# Be aware of Homestar Property Solutions



## philly apple (Feb 24, 2015)

Do Not Hire any employees from Homestar Property Solutions Inc. 

Because they all lied and misled local vendor like myself.
Homestar Property Solutions Inc owes me $3,625.00 from all the work that i have done from January 2014 to March 2014, and Homestar Property Solutions is not paying me because they claim that their client (which is VRM) did not pay them.

The situation is the following: Homestar Property Solutions is property preservation company that takes work from lenders and service companies on pre-foreclosed and foreclosed properties and Homestar Property Solutions passes those work(s) to local vendors (like myself) to complete the lenders work task(s). The requests of the lenders and/or service companies will be many things, like lock changes, lawn maintenance, clean-outs, maid services, boarding, general maintenance items, and other tasks. so Homestar Property Solutions agrees with the local vendor to pay the local vendor when the job is completed, however Homestar Property Solutions has abused this concept and told me that they are not going to pay me because Homestar Property Solutions client (which in this case is VRM) has not paid Homestar Property Solutions, hence Homestar Property Solutions is going to pay me. 

The issues are, me (the local vendor) didn't go with agreement with VRM, so my payment come through Homestar Property Solutions, and it should not be depended of VRM paying Homestar Property Solutions, and the other major issue is I contacted VRM and VRM confirmed that VRM paid Homestar Property Solutions in full on all the tasks that VRM gave to Homestar Property Solutions. so Homestar Property Solutions is misleading me and many other local vendors in other areas with the same misleading information that VRM has not paid them.

The individuals at Homestar Property Solutions who are misleading me are:
Paul Belcer Located: Galeria Tower I, 13355 Noel Rd., Suite 510, Dallas, TX 75240
Alex Redmann 
Micheal Breese: CEO of Homestar Property Solutions

former employees:
Dave Christlieb Located: 7351 KIRKWOOD LN N STE 130, MAPLE GROVE, MN 55369-5219
Cayla Gillispie
Patrick Nicholson

Homestar Property solutions Inc are terrible in responding to phone calls and emails. every time i call 99% of the time it will to voice mail directly, and i left soooo many voice mails. they hardly respond back to emails, it seems that they are hiding and they don't want to deal with vendors.

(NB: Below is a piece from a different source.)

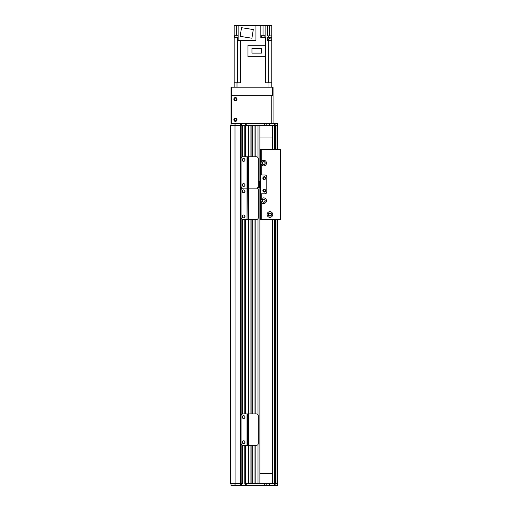 <?xml version="1.0" encoding="UTF-8"?>
<svg xmlns="http://www.w3.org/2000/svg" width="511" height="511" viewBox="0 0 511 511"><rect width="100%" height="100%" fill="white"/><g stroke="black" fill="none" stroke-linecap="round" stroke-linejoin="round"><path stroke-width="0.77" d="M240.917 123.579L240.917 125.457L230.416 125.457L230.416 483.566L234.983 483.566L234.99 485.45L231.042 485.45L231.042 483.566L235.086 483.566L234.983 125.457L231.042 125.457L231.042 123.579L277.454 123.579L277.454 149.289M244.993 445.298L244.993 483.566L244.993 445.298L244.993 483.566L248.602 483.566L248.602 445.298L256.439 445.298A1.884 1.884 90 0 0 258.323 443.414L258.323 415.82A1.884 1.884 90 0 0 256.439 413.936L248.602 413.936L248.602 219.519L256.439 219.519A1.884 1.884 0 0 0 258.323 217.635L258.323 190.041A1.884 1.884 0 0 0 256.439 188.157A1.884 1.884 90 0 0 258.323 186.279L258.323 158.678A1.884 1.884 90 0 0 256.439 156.8L248.602 156.8L248.602 125.457L240.572 125.457L240.572 483.566L241.856 483.566L241.856 444.94M252.677 156.8L252.677 125.457L251.112 125.457L251.112 156.8M258.01 157.644L258.01 125.457L255.187 125.457L255.187 156.8M242.176 445.126L241.856 483.566M242.176 414.108L242.176 219.347M242.176 188.329L242.176 187.984M242.176 156.973L242.176 125.457L242.176 156.973L242.176 125.457L244.993 125.457L244.993 156.8M258.01 444.455L258.01 483.566L255.187 483.566L255.187 445.298M252.677 445.298L252.677 483.566L251.112 483.566L251.112 445.298M244.993 413.936L244.993 219.519M248.787 483.566L248.787 445.298M248.787 413.936L248.787 219.519M248.787 156.8L248.787 125.457M250.92 483.566L250.92 445.298M250.92 413.936L250.92 219.519M250.92 156.8L250.92 125.457M252.868 483.566L252.868 445.298M252.868 413.936L252.868 219.519M252.868 156.8L252.868 125.457M254.995 483.566L254.995 445.298M254.995 413.936L254.995 219.519M254.995 156.8L254.995 125.457M259.888 483.566L259.888 187.55M259.888 181.277L259.888 125.457M272.433 138.002L259.888 138.002M259.888 473.531L272.433 473.531M257.384 485.418L257.806 485.45L257.384 485.418M256.963 485.45L246.251 485.45L246.251 483.566L277.454 483.566L277.454 485.45L257.806 485.45M246.251 485.45L234.99 485.45M266.161 483.566L266.161 485.45M245.938 483.566L245.938 485.45M241.23 483.566L241.23 485.45M235.086 485.45L235.086 483.566L240.917 483.566L240.917 485.45M240.547 123.579L240.547 485.45M242.955 219.519A1.884 1.884 -90 0 1 241.077 217.635L241.077 190.041A1.884 1.884 -90 0 1 242.955 188.157A1.884 1.884 0 0 1 241.077 186.279L241.077 158.678A1.884 1.884 0 0 1 242.955 156.8L247.03 156.8L247.03 188.157L242.955 188.157L247.03 188.157L247.03 219.519L242.955 219.519M247.35 219.519L248.602 219.519L248.602 188.157L247.35 188.157L247.35 156.8L248.602 156.8L248.602 188.157L256.439 188.157L247.35 188.157L247.03 219.519M243.581 214.971A1.412 1.412 -90 0 1 244.807 217.086A1.412 1.412 -90 0 1 242.361 217.086A1.412 1.412 -90 0 1 243.581 214.971M243.581 189.881A1.412 1.412 -90 0 1 244.807 192.002A1.412 1.412 -90 0 1 242.361 192.002A1.412 1.412 -90 0 1 243.581 189.881M275.991 149.289L275.991 125.457L277.454 125.457L246.251 125.457L246.251 123.579M277.454 219.532L277.454 483.566L275.991 483.566L275.991 219.532M259.888 149.289L260.514 149.289L260.514 175.005L264.909 175.005A1.884 1.884 0 0 1 266.787 176.883L266.787 191.938A1.884 1.884 0 0 1 264.909 193.816L260.514 193.816L260.514 219.532L280.584 219.532L280.584 149.289L261.773 149.289L261.773 160.984A2.823 2.823 0 0 1 265.688 161.131A2.823 2.823 0 0 1 265.688 165.047A2.823 2.823 0 0 1 261.773 165.194L260.834 163.086L261.773 160.984M262.871 178.141A1.412 1.412 0 0 1 264.985 176.915A1.412 1.412 0 0 1 264.985 179.361A1.412 1.412 0 0 1 262.871 178.141M262.871 190.68A1.412 1.412 0 0 1 264.985 189.46A1.412 1.412 0 0 1 264.985 191.906A1.412 1.412 0 0 1 262.871 190.68M257.831 187.55L260.514 187.55L260.514 193.816M260.514 175.005L260.514 181.277L258.323 181.277M260.265 187.55L260.265 181.277M267.1 214.518A2.823 2.823 0 0 1 271.335 212.071A2.823 2.823 0 0 1 271.335 216.958A2.823 2.823 0 0 1 267.1 214.518M271.469 214.518A1.539 1.539 0 0 0 269.156 213.176A1.539 1.539 0 0 0 269.156 215.853A1.539 1.539 0 0 0 271.469 214.518M260.834 200.714L261.773 198.613A2.823 2.823 0 0 1 265.688 198.76A2.823 2.823 0 0 1 265.688 202.675A2.823 2.823 0 0 1 261.773 202.822L260.834 200.714M262.111 200.714A1.539 1.539 0 0 0 264.423 202.049A1.539 1.539 0 0 0 264.423 199.379A1.539 1.539 0 0 0 262.111 200.714M262.111 163.086A1.539 1.539 0 0 0 264.423 164.421A1.539 1.539 0 0 0 264.423 161.751A1.539 1.539 0 0 0 262.111 163.086M260.514 149.289L261.773 149.289M268.626 214.518A1.297 1.297 0 0 1 269.923 213.221A1.297 1.297 0 0 1 271.22 214.518A1.297 1.297 0 0 1 269.923 215.808A1.297 1.297 0 0 1 268.626 214.518M261.773 198.613L261.773 193.816L264.909 193.816A1.884 1.884 0 0 0 266.787 191.938L266.787 176.883A1.884 1.884 0 0 0 264.909 175.005L261.773 175.005L261.773 165.194M265.298 178.141A1.016 1.016 0 0 0 263.772 177.26A1.016 1.016 0 0 0 263.772 179.022A1.016 1.016 0 0 0 265.298 178.141M265.298 190.68A1.016 1.016 0 0 0 263.772 189.805A1.016 1.016 0 0 0 263.772 191.561A1.016 1.016 0 0 0 265.298 190.68M262.245 200.714A1.412 1.412 0 0 0 264.359 201.941A1.412 1.412 0 0 0 264.359 199.494A1.412 1.412 0 0 0 262.245 200.714M262.245 163.086A1.412 1.412 0 0 0 264.359 164.312A1.412 1.412 0 0 0 264.359 161.866A1.412 1.412 0 0 0 262.245 163.086M259.888 200.088L260.514 200.088M260.514 206.987L259.888 206.987M251.738 123.579L271.807 123.26L232.294 123.26A0.626 0.626 0 0 1 231.668 122.634L231.668 96.292A0.626 0.626 0 0 1 232.294 95.666L271.807 95.666L271.807 123.26L273.059 123.26L273.059 87.202L272.433 87.202L272.433 95.666L273.059 95.666M251.112 123.26L251.112 123.579M231.668 123.579L231.668 95.666L272.433 95.666M235.43 98.099A1.016 1.016 0 0 1 236.312 99.626A1.016 1.016 0 0 1 234.549 99.626A1.016 1.016 0 0 1 235.43 98.099M235.43 118.795A1.016 1.016 0 0 1 236.312 120.321A1.016 1.016 0 0 1 234.549 120.321A1.016 1.016 0 0 1 235.43 118.795M231.042 95.666L231.668 95.666L231.668 87.202L231.042 87.202L231.042 123.579M231.668 87.202L272.433 87.202M235.086 483.566L234.99 123.579M257.806 123.579L256.963 123.579M241.23 125.457L241.23 123.579M245.938 125.457L245.938 123.579M266.161 125.457L266.161 123.579M235.43 100.686A1.565 1.565 0 0 1 234.07 98.336A1.565 1.565 0 0 1 236.791 98.336A1.565 1.565 0 0 1 235.43 100.686M235.43 121.382A1.565 1.565 0 0 1 234.07 119.031A1.565 1.565 0 0 1 236.791 119.031A1.565 1.565 0 0 1 235.43 121.382M271.807 87.202L271.826 40.599L267.419 40.599L267.419 37.782L271.807 37.782L271.807 35.898L267.419 35.898L267.419 25.55L265.854 25.55L265.854 37.782L265.26 37.782L265.26 45.211M267.419 25.55L271.807 25.55L271.807 35.898M268.128 40.599L268.128 40.165L271.826 40.165L271.807 37.782M238.126 37.782L234.179 37.782L234.179 87.202L234.179 82.808L240.726 82.808L240.726 40.599L244.961 40.286M240.726 40.599L240.272 40.286M234.179 37.782L234.179 25.55L236.682 25.55L236.682 35.77M263.024 35.77L263.024 25.55L236.682 25.55M263.024 25.55L265.854 25.55M234.179 40.599L234.153 40.165M234.498 37.782L238.126 37.469M234.53 37.469L234.53 37.028L238.126 37.028M234.651 37.028L234.651 35.77L238.1 35.77L238.1 37.028M265.26 56.721L265.26 82.808L271.807 82.808M260.834 25.55L260.834 37.782L265.26 37.782M255.941 25.55L255.941 40.286L238.126 40.286L238.126 25.55M240.151 36.358L241.524 27.683L253.29 29.549L251.917 38.216L240.151 36.358M261.332 37.782L265.094 37.782M261.364 37.469L261.364 37.028L265.062 37.028L265.062 37.469M261.485 37.028L261.485 35.77L264.934 35.77L264.934 37.028M265.407 56.721L247.976 56.721L247.976 45.211L265.407 45.211L265.407 56.721M251.955 53.099L251.955 48.424L261.428 48.424L261.428 53.099L251.955 53.099M268.256 40.165L268.256 38.906L271.705 38.906L271.705 40.165M243.581 183.609A1.412 1.412 0 0 1 244.807 185.729A1.412 1.412 0 0 1 242.361 185.729A1.412 1.412 0 0 1 243.581 183.609M243.581 158.525A1.412 1.412 0 0 1 244.807 160.639A1.412 1.412 0 0 1 242.361 160.639A1.412 1.412 0 0 1 243.581 158.525M247.35 156.8L247.03 156.8M242.955 445.298A1.884 1.884 0 0 1 241.077 443.414L241.077 415.82A1.884 1.884 0 0 1 242.955 413.936L247.03 413.936L247.03 445.298L242.955 445.298M247.35 445.298L247.35 413.936L248.602 413.936L248.602 445.298L247.03 445.298M243.581 440.75A1.412 1.412 0 0 1 244.807 442.865A1.412 1.412 0 0 1 242.361 442.865A1.412 1.412 0 0 1 243.581 440.75M243.581 415.66A1.412 1.412 0 0 1 244.807 417.781A1.412 1.412 0 0 1 242.361 417.781A1.412 1.412 0 0 1 243.581 415.66M247.35 413.936L247.03 413.936M241.856 414.293L241.856 219.162M241.856 188.514L241.856 187.805M241.856 157.152L241.856 125.457M242.361 483.566L242.361 445.196M242.361 442.858L242.361 441.459M242.361 417.774L242.361 416.376M242.361 414.038L242.361 219.417M242.361 217.079L242.361 215.68M242.361 191.995L242.361 190.597M242.361 185.723L242.361 184.324M242.361 160.633L242.361 159.234M242.361 156.896L242.361 125.457M244.807 483.566L244.807 445.298M244.807 442.858L244.807 441.459M244.807 417.774L244.807 416.376M244.807 413.936L244.807 219.519M244.807 217.079L244.807 215.68M244.807 191.995L244.807 190.597M244.807 185.723L244.807 184.324M244.807 160.633L244.807 159.234M244.807 156.8L244.807 125.457M245.306 483.566L245.306 445.298M245.306 413.936L245.306 219.519M245.306 156.8L245.306 125.457M251.112 413.936L251.112 219.519M252.677 413.936L252.677 219.519M255.187 413.936L255.187 219.519M258.01 414.779L258.01 218.676M258.01 189L258.01 187.55M264.283 483.566L264.283 485.45M275.863 483.566L275.863 485.45M274.631 483.566L274.631 485.45M269.297 483.566L269.297 485.45M245.625 483.566L245.625 485.45M241.543 483.566L241.543 485.45M274.694 125.457L274.694 149.289L274.688 125.457M274.694 219.532L274.694 483.566L274.688 219.532M275.001 125.457L275.001 149.289M275.001 219.532L275.001 483.566M275.378 125.457L275.378 149.289M275.378 219.532L275.378 483.566M260.457 187.55L260.457 181.277M259.639 181.277L259.639 187.55M261.773 202.822L261.773 219.532M264.283 125.457L264.283 123.579M235.086 125.457L235.086 123.579M241.543 125.457L241.543 123.579M245.625 125.457L245.625 123.579M269.297 125.457L269.297 123.579M274.631 125.457L274.631 123.579M275.863 125.457L275.863 123.579M240.477 40.599L240.477 82.808M237.666 82.808L237.666 37.782M237.002 82.808L237.002 87.202M268.984 87.202L268.984 82.808M268.32 37.782L268.32 35.898M268.32 40.599L268.32 82.808M265.509 82.808L265.509 37.782M269.61 25.55L269.61 35.898M269.61 38.906L269.61 37.782M272.433 125.457L272.433 149.289M272.433 219.532L272.433 483.566M271.826 40.165L271.826 40.599"/></g></svg>

I am mentioning Homestar Property solutions Inc current employee names and former employees names because they all had knowledge that Homestar Property solutions Inc was giving work with the knowledge that Homestar Property solutions Inc was not going to pay the vendors like myself. And the other reason i am mentioning these names is because when those employees go to another company to find work, their names will show up as un-trusted and un-ethical individuals which mislead hard working vendors like myself, and they have lied from the beginning to all vendors. so, when these and all employees of Homestar Property solutions Inc apply for work, you have to know that these employees are unethical and not trusted employees. 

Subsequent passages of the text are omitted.